Supplied records:
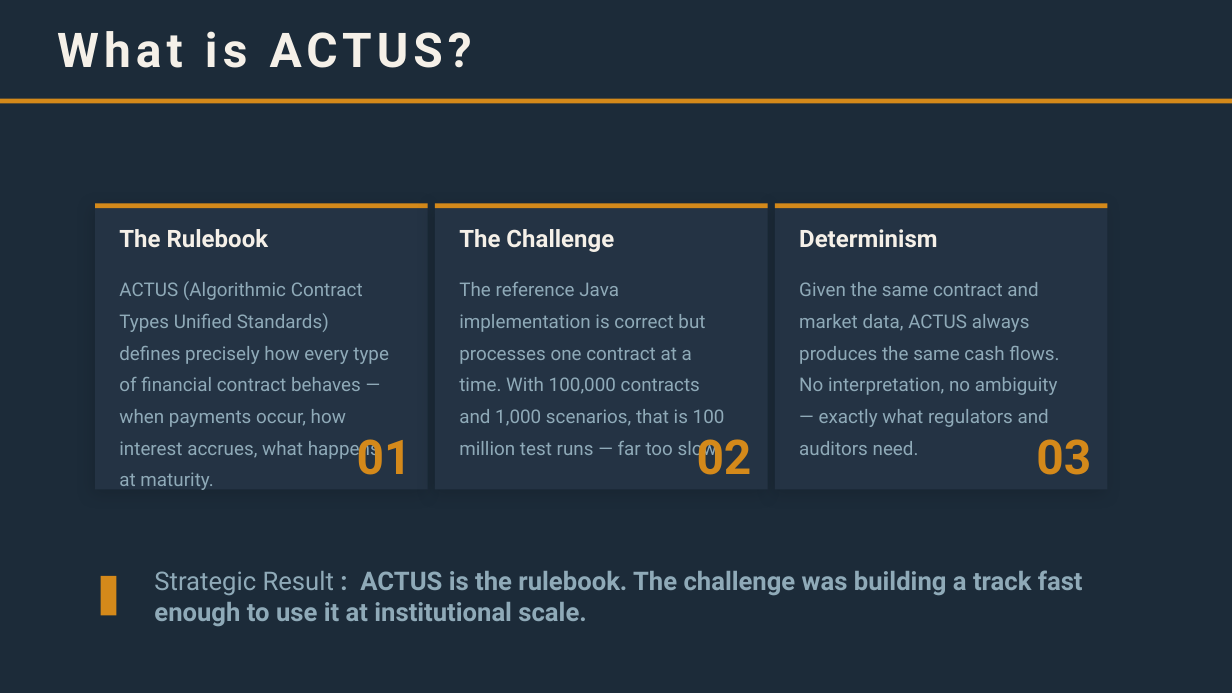
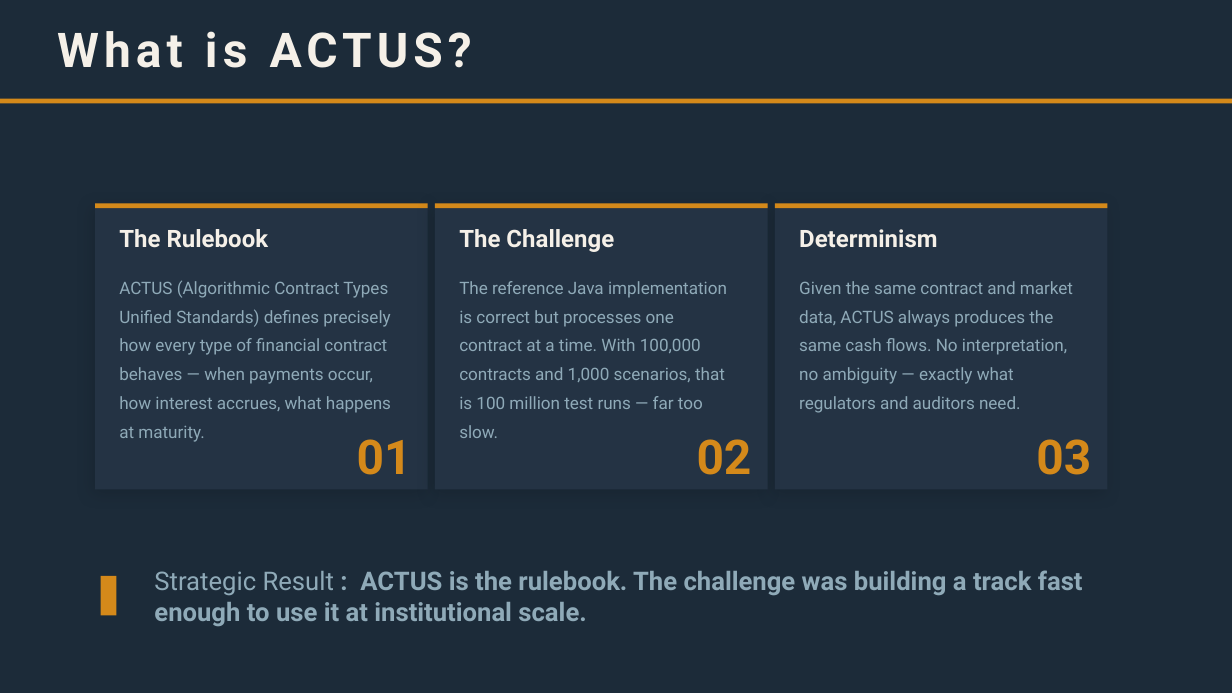
Before and after one commit to FransVanEk/Actus-Insurance.Documentation, a slide deck: slide 2 of public/downloads/Hackathon-GPU-Presentation.pptx. Drawn at 1232x693 pixels with LibreOffice and Linux fonts; fonts in the diff are those of the drawing; background and template pictures are left out. Boxes give left, top, right and bottom in pixels: in the first picture for what was removed or moved away, otherwise in the second. Text is boxed around its words. In the diff, an @@ line names an element or a change of style, - is before the commit and + after.

```diff
--- a/public/downloads/Hackathon-GPU-Presentation.pptx
+++ b/public/downloads/Hackathon-GPU-Presentation.pptx
@@ size 11 to 10 pt in 3 elements at (x1=119, y1=280, x2=391, y2=442), (x1=799, y1=281, x2=1073, y2=413), (x1=459, y1=281, x2=727, y2=438) @@
```
Also in this commit, not shown: 3 other slides changed, 11 other files.

What needs to be done: Each line of the entries above that contains "Presentation" must be copied into the answer.

Result below:
Before and after one commit to FransVanEk/Actus-Insurance.Documentation, a slide deck: slide 2 of public/downloads/Hackathon-GPU-Presentation.pptx. Drawn at 1232x693 pixels with LibreOffice and Linux fonts; fonts in the diff are those of the drawing; background and template pictures are left out. Boxes give left, top, right and bottom in pixels: in the first picture for what was removed or moved away, otherwise in the second. Text is boxed around its words. In the diff, an @@ line names an element or a change of style, - is before the commit and + after.
--- a/public/downloads/Hackathon-GPU-Presentation.pptx
+++ b/public/downloads/Hackathon-GPU-Presentation.pptx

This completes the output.